Ernest Cole lost and found, un docu poétique et historique

Johan | 17 avril 2025

Alors c’est vrai que l’on n’a pas toujours l’habitude d’aller au cinéma pour voir un documentaire et c’est une erreur. L’excuse généralement c’est tu es sûr, un film sur la Shoah ou l’Apartheid, je ne sais pas si trop si ça me chauffe, j’ai plutôt envie de me changer les idées aujourd’hui. Perso quand ma femme me dit ça, j’ai une alerte mentale qui me dit : attention attention mauvaise comédie / romcom en approche !! J’utilise alors toute ma science de la dialectique pour échapper au pire : généralement ça consiste à dire qu’apparemment sa mère a aimé le film … Chacun a ses faiblesses… Bref tout ça pour dire n’ayons pas peur des films ou des documentaires aux sujets un peu lourds, si un film est bien réalisé il nous emporte. Point. Il faut être ouvert. Et comme le disait si justement le prêtre de ma paroisse qui m’invitait à venir dans son presbytère le dimanche après-midi : Viens soyons curieux, découvrons ensemble !
Bon quel est ce fameux documentaire alors. Il s’agit de Ernest Cole Lost and found écrit et réalisé par Raoul Peck. Déjà je pense qu’il faut clarifier, Raoul Peck, ,et ça peut porter à confusion, c’est pas le pseudo d’un influenceur fitness. Raoul Peck c’est un monsieur comme on dit, j’ai presque envie de dire un bonhomme. Haïtien de naissance, il a été successivement ou simultanément : réalisateur, scénariste, producteur de cinéma, directeur de la FEMIS en France ou encore ministre de la Culture. En gros, il fait en une semaine ce que j’accomplis à peu près en 10 ans. Il a réalisé une dizaine de longs métrages (documentaire ou fiction) dont plusieurs ont été présentés à Cannes. Parmi ses œuvres les plus marquantes, on peut notamment citer Lumumba et I am not your negro dans lequel Il retraçait la lutte des Noirs américains pour les droits civiques à partir d’un texte inédit de James Baldwin. En effet Raoul Peck s’intéresse particulièrement à la question des luttes anti coloniales, à la reconnaissance des droits des minorités et c’est d’ailleurs également un des sujets de Ernest Cole Lost and found. Titre un peu énigmatique d’ailleurs non ?

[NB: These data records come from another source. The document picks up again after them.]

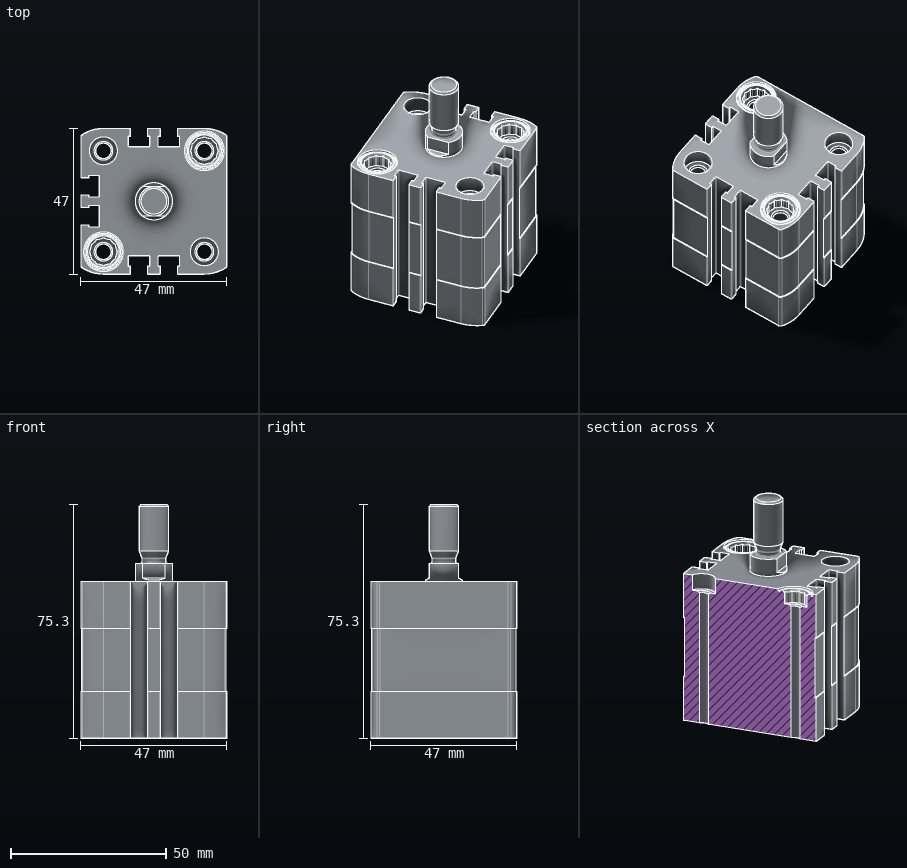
import cadquery as cq
import math

width = 47.0
half_width = width / 2
housing_height = 50.5
cap_height = 15.1
barrel_inset = 0.25

corner_arc_radius = 13.0
corner_arc_start = 16.2
corner_edge_fillet = 1.0

slot_offset = 4.81
slot_opening = 5.5
slot_inner_width = 6.85
slot_lip = 2.6
slot_depth = 5.9
slot_corner_radius = 0.2

bolt_pitch = 32.5
bolt_offset = bolt_pitch / 2
through_diameter = 4.92
entry_diameter = 6.0
counterbore_diameter = 9.0
counterbore_depth = 5.2

groove_diameter = 12.8
groove_depth = 0.8
head_diameter = 11.9
head_chamfer_depth = 0.25
head_flat_diameter = 11.0
head_recess = 0.2
socket_mouth_diameter = 10.2
socket_diameter = 8.5
socket_depth = 4.8
socket_points = 12
socket_tip_radius = 4.5
socket_notch_root = 4.15
socket_notch_half_width = 0.7

rod_diameter = 12.0
rod_length = 5.85
neck_diameter = 7.7
neck_length = 1.6
neck_fillet = 0.4
runout_fillet = 0.6
runout_length = 2.35
total_height = 75.35
thread_diameter = 9.53
thread_chamfer = 0.65
flat_width = 9.53
flat_bottom = 1.1
flat_ramp_angle = 30.0


def block_section(inset, height):
    """Slab with the plan outline of the block, moved inwards by inset."""
    side = half_width - inset
    arc_radius = corner_arc_radius - inset
    arc_centre_y = side - arc_radius
    reach = side - corner_arc_start
    arc_end_y = arc_centre_y + math.sqrt(arc_radius**2 - reach**2)
    mid_angle = math.asin(reach / arc_radius) / 2
    mid_x = corner_arc_start + arc_radius * math.sin(mid_angle)
    mid_y = arc_centre_y + arc_radius * math.cos(mid_angle)
    slab = (
        cq.Workplane("XY")
        .moveTo(-corner_arc_start, side)
        .lineTo(corner_arc_start, side)
        .threePointArc((mid_x, mid_y), (side, arc_end_y))
        .lineTo(side, -arc_end_y)
        .threePointArc((mid_x, -mid_y), (corner_arc_start, -side))
        .lineTo(-corner_arc_start, -side)
        .threePointArc((-mid_x, -mid_y), (-side, -arc_end_y))
        .lineTo(-side, arc_end_y)
        .threePointArc((-mid_x, mid_y), (-corner_arc_start, side))
        .close()
        .extrude(height)
    )
    return slab.faces("<X or >X").edges("|Z").fillet(corner_edge_fillet)


def block():
    """Two end caps joined by a slightly smaller barrel."""
    cap = block_section(0, cap_height)
    barrel = block_section(barrel_inset, housing_height)
    return barrel.union(cap).union(cap.translate((0, 0, housing_height - cap_height)))


def slot_cutter():
    """T-slot cutter through the side at y = -half_width, centred on X."""
    lip_y = -half_width + slot_lip
    floor_y = -half_width + slot_depth
    opening = (
        cq.Workplane("XY")
        .rect(slot_opening, 2 * slot_lip)
        .extrude(housing_height)
        .translate((0, -half_width, 0))
    )
    chamber = (
        cq.Workplane("XY")
        .center(0, (lip_y + floor_y) / 2)
        .rect(slot_inner_width, slot_depth - slot_lip)
        .extrude(housing_height)
        .edges("|Z and >Y")
        .fillet(slot_corner_radius)
    )
    return opening.union(chamber)


def all_slots():
    """Slot pairs on the -Y, -X and +Y sides, running the full height."""
    slots = cq.Workplane("XY")
    for side_angle in (0, -90, 180):
        for offset in (-slot_offset, slot_offset):
            slot = slot_cutter().translate((offset, 0, 0))
            slots = slots.add(slot.rotate((0, 0, 0), (0, 0, 1), side_angle))
    return slots.combine()


def round_opening_edges(body):
    """Round the vertical edges where the slots break out through the caps."""
    reach = slot_offset + slot_opening
    half_box_height = cap_height / 4
    for z in (cap_height / 2, housing_height - cap_height / 2):
        for x, y in ((0, -half_width), (0, half_width), (-half_width, 0)):
            along_x = reach if x == 0 else slot_corner_radius
            along_y = reach if y == 0 else slot_corner_radius
            box = cq.selectors.BoxSelector(
                (x - along_x, y - along_y, z - half_box_height),
                (x + along_x, y + along_y, z + half_box_height),
            )
            body = body.edges("|Z").edges(box).fillet(slot_corner_radius)
    return body


def revolve_below_face(outline):
    """Revolve (radius, depth) points about Z, with depth measured below the end face."""
    points = [(radius, housing_height - depth) for radius, depth in outline]
    return cq.Workplane("XZ").polyline(points).close().revolve(360, (0, 0, 0), (0, 1, 0))


def through_hole(floor_depth):
    """Through hole with a 45 degree countersunk mouth at the given depth."""
    countersink = (entry_diameter - through_diameter) / 2
    return revolve_below_face([
        (0, floor_depth),
        (entry_diameter / 2, floor_depth),
        (through_diameter / 2, floor_depth + countersink),
        (through_diameter / 2, housing_height),
        (0, housing_height),
    ])


def counterbored_hole():
    """Through hole at the bottom of a plain counterbore."""
    counterbore = revolve_below_face([
        (0, 0),
        (counterbore_diameter / 2, 0),
        (counterbore_diameter / 2, counterbore_depth),
        (0, counterbore_depth),
    ])
    return counterbore.union(through_hole(counterbore_depth))


def screw_head_hole():
    """Recess that leaves a screw head with a 12-point socket and a through hole."""
    socket_cone_depth = head_recess + (socket_mouth_diameter - socket_diameter) / 2
    cutter = revolve_below_face([
        (0, 0),
        (groove_diameter / 2, 0),
        (groove_diameter / 2, groove_depth),
        (head_diameter / 2, groove_depth),
        (head_diameter / 2, head_recess + head_chamfer_depth),
        (head_flat_diameter / 2, head_recess),
        (socket_mouth_diameter / 2, head_recess),
        (socket_diameter / 2, socket_cone_depth),
        (socket_diameter / 2, socket_depth),
        (0, socket_depth),
    ])
    notch = (
        cq.Workplane("XY", origin=(0, 0, housing_height - socket_depth))
        .polyline([
            (0, -socket_notch_half_width),
            (socket_notch_root, -socket_notch_half_width),
            (socket_tip_radius, 0),
            (socket_notch_root, socket_notch_half_width),
            (0, socket_notch_half_width),
        ])
        .close()
        .extrude(socket_depth)
    )
    for index in range(socket_points):
        cutter = cutter.union(notch.rotate((0, 0, 0), (0, 0, 1), index * 360 / socket_points))
    return cutter.union(through_hole(socket_depth))


def make_housing():
    body = round_opening_edges(block().cut(all_slots()))
    for side in (-1, 1):
        body = body.cut(screw_head_hole().translate((side * bolt_offset, side * bolt_offset, 0)))
        body = body.cut(counterbored_hole().translate((side * bolt_offset, -side * bolt_offset, 0)))
    return body


def wrench_flat():
    """Cutter for the flat on the +Y side of the rod, with a sloping ramp below it."""
    outer = rod_diameter
    inner = flat_width / 2
    base = housing_height + flat_bottom
    ramp_drop = (outer - inner) * math.tan(math.radians(flat_ramp_angle))
    return (
        cq.Workplane("YZ")
        .polyline([
            (inner, base),
            (inner, housing_height + rod_length),
            (outer, housing_height + rod_length),
            (outer, base - ramp_drop),
        ])
        .close()
        .extrude(rod_diameter, both=True)
    )


def make_rod():
    """Piston rod standing on the end face, with a male thread blank on top."""
    shoulder = housing_height + rod_length
    neck_top = shoulder + neck_length
    fillet_bulge = neck_fillet * (1 - math.sqrt(0.5))
    rod = (
        cq.Workplane("XZ")
        .moveTo(0, housing_height)
        .lineTo(rod_diameter / 2, housing_height)
        .lineTo(rod_diameter / 2, shoulder)
        .lineTo(neck_diameter / 2 + neck_fillet, shoulder)
        .threePointArc(
            (neck_diameter / 2 + fillet_bulge, shoulder + fillet_bulge),
            (neck_diameter / 2, shoulder + neck_fillet),
        )
        .lineTo(neck_diameter / 2, neck_top)
        .lineTo(thread_diameter / 2, neck_top + runout_length)
        .lineTo(thread_diameter / 2, total_height - thread_chamfer)
        .lineTo(thread_diameter / 2 - thread_chamfer, total_height)
        .lineTo(0, total_height)
        .close()
        .revolve(360, (0, 0, 0), (0, 1, 0))
    )
    neck_edge = cq.selectors.NearestToPointSelector((0, 0, neck_top))
    rod = rod.edges("%CIRCLE").edges(neck_edge).fillet(runout_fillet)
    return rod.cut(wrench_flat()).cut(wrench_flat().mirror("XZ"))


housing = make_housing()
rod = make_rod()

result = cq.Compound.makeCompound([housing.val(), rod.val()])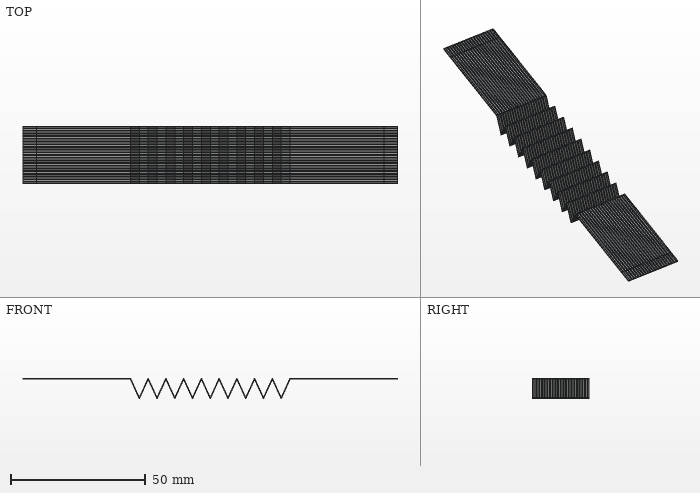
import cadquery as cq

LENGTH = 139.4
WIDTH = 21.0
HEIGHT = 7.5
THICKNESS = 0.32
FLAT_LENGTH = 40.0
FOLD_COUNT = 9

COVER_THICKNESS = 0.05
STRIPPED_LENGTH = 5.0

TRACK_COUNT = 20
TRACK_DEPTH = 0.05
TRACK_WIDTH = 0.7
TRACK_PITCH = WIDTH / (TRACK_COUNT + 1)

FOLD_DEPTH = HEIGHT - THICKNESS
HALF_FOLD = (LENGTH - 2 * FLAT_LENGTH) / (2 * FOLD_COUNT)


def folded_line(depth):
    """Points of the cable's path in XZ, lowered by `depth` below its top surface."""
    points = [(-LENGTH / 2, -depth)]
    for i in range(2 * FOLD_COUNT + 1):
        x = -LENGTH / 2 + FLAT_LENGTH + i * HALF_FOLD
        drop = FOLD_DEPTH if i % 2 else 0
        points.append((x, -drop - depth))
    points.append((LENGTH / 2, -depth))
    return points


def folded_layer(top_depth, bottom_depth, width, y=0):
    """Layer of the folded cable between two depths, centred on `y`."""
    outline = folded_line(top_depth) + folded_line(bottom_depth)[::-1]
    return (
        cq.Workplane("XZ", origin=(0, y, 0))
        .polyline(outline)
        .close()
        .extrude(width / 2, both=True)
    )


def stripped_end(side):
    """Cover removed from one end, down to the tops of the tracks; `side` is -1 or 1."""
    x = side * (LENGTH - STRIPPED_LENGTH) / 2
    return (
        cq.Workplane("XY")
        .box(STRIPPED_LENGTH, WIDTH, COVER_THICKNESS)
        .translate((x, 0, -COVER_THICKNESS / 2))
    )


cable = folded_layer(0, THICKNESS, WIDTH)

for side in (-1, 1):
    cable = cable.cut(stripped_end(side))

for i in range(TRACK_COUNT):
    track_y = (i - (TRACK_COUNT - 1) / 2) * TRACK_PITCH
    track = folded_layer(COVER_THICKNESS, COVER_THICKNESS + TRACK_DEPTH, TRACK_WIDTH, track_y)
    cable = cable.cut(track)

result = cable

Alors dévoilons un peu du mystère. Ernest Cole était un photographe noir Sud Africain du XXème siècle. Il a été un des premiers à prendre en photo son pays sous l’Apartheid. A cause de cela, il a dû fuir l’Afrique du Sud pour les Etats-Unis à la fin des années 60 ou il est devenu célèbre à 27 ans à la sortie de son premier livre : House of Bondage. Dans lequel il parlait de sa relation au bdsm. Pas du tout, pas du tout : house of bondage que l’on pourrait traduire par la maison des servitudes exposait ses principales photos documentant et dénonçant l’Apartheid. Et tu me diras pourquoi Lost and found. Lost : Parce que tout simplement après avoir été célébré et célèbre, il a progressivement disparu des radars, arrêté la photographie et finit plus ou moins en sans domicile fixe avant de mourir à 50 ans dans l’anonymat le plus complet. Le côté Found c’est le fait qu’en 2017, 60 000 de ses négatifs ont surgi de nulle part (enfin plus prosaïquement on les a retrouvés dans un coffre oublié en Suède). Donc le documentaire de Raoul Peck s’attache à faire revivre cet homme Ernest Cole et par la même de traiter du grand sujet de sa vie : son pays l’Afrique du Sud et la lutte de son peuple vers la liberté.

L’originalité du documentaire vient du fait que Raoul Peck utilise principalement les archives photographiques d’Ernest Cole. A cela il rajoute une voix off (Lakeith Stanfield que l’on a vu ans Atlanta ou Get Out) qui raconte à la première personne le parcours d’Ernest , ses pensées, ses ressentis. En résumé, la majorité du film est une suite de photos d’Ernest Cole entrecoupé de quelques interviews de personnes ou amis. Le documentaire est chronologique et s’attarde principalement sur sa vie en Afrique du Sud cela permettant au réalisateur de rappeler longuement l’horreur et l’inhumanité de l’Apartheid. La stricte séparation entre noirs et blancs, dans tous les secteurs de la vie créant des individus de seconde zone, à peine considérés comme humains. Sans compter les meurtres et les disparitions. Enfin bon, dans le classement des pires régimes, on est probablement dans le TOP5 là. Le film s’intéresse également à sa vie aux États-Unis ou il est resté hanté par son pays et où il découvre atterré que la vie des noirs aux États-Unis n’est pas non plus idéale. Il faut par ailleurs noter la composition sonore qui donne toute son ampleur au film, on oublie parfois que l’on regarde des photos, grâce à la musique très jazzy et aux effets sonore qui nous mettent dans l’ « ambiance » des photos d’Ernest Cole.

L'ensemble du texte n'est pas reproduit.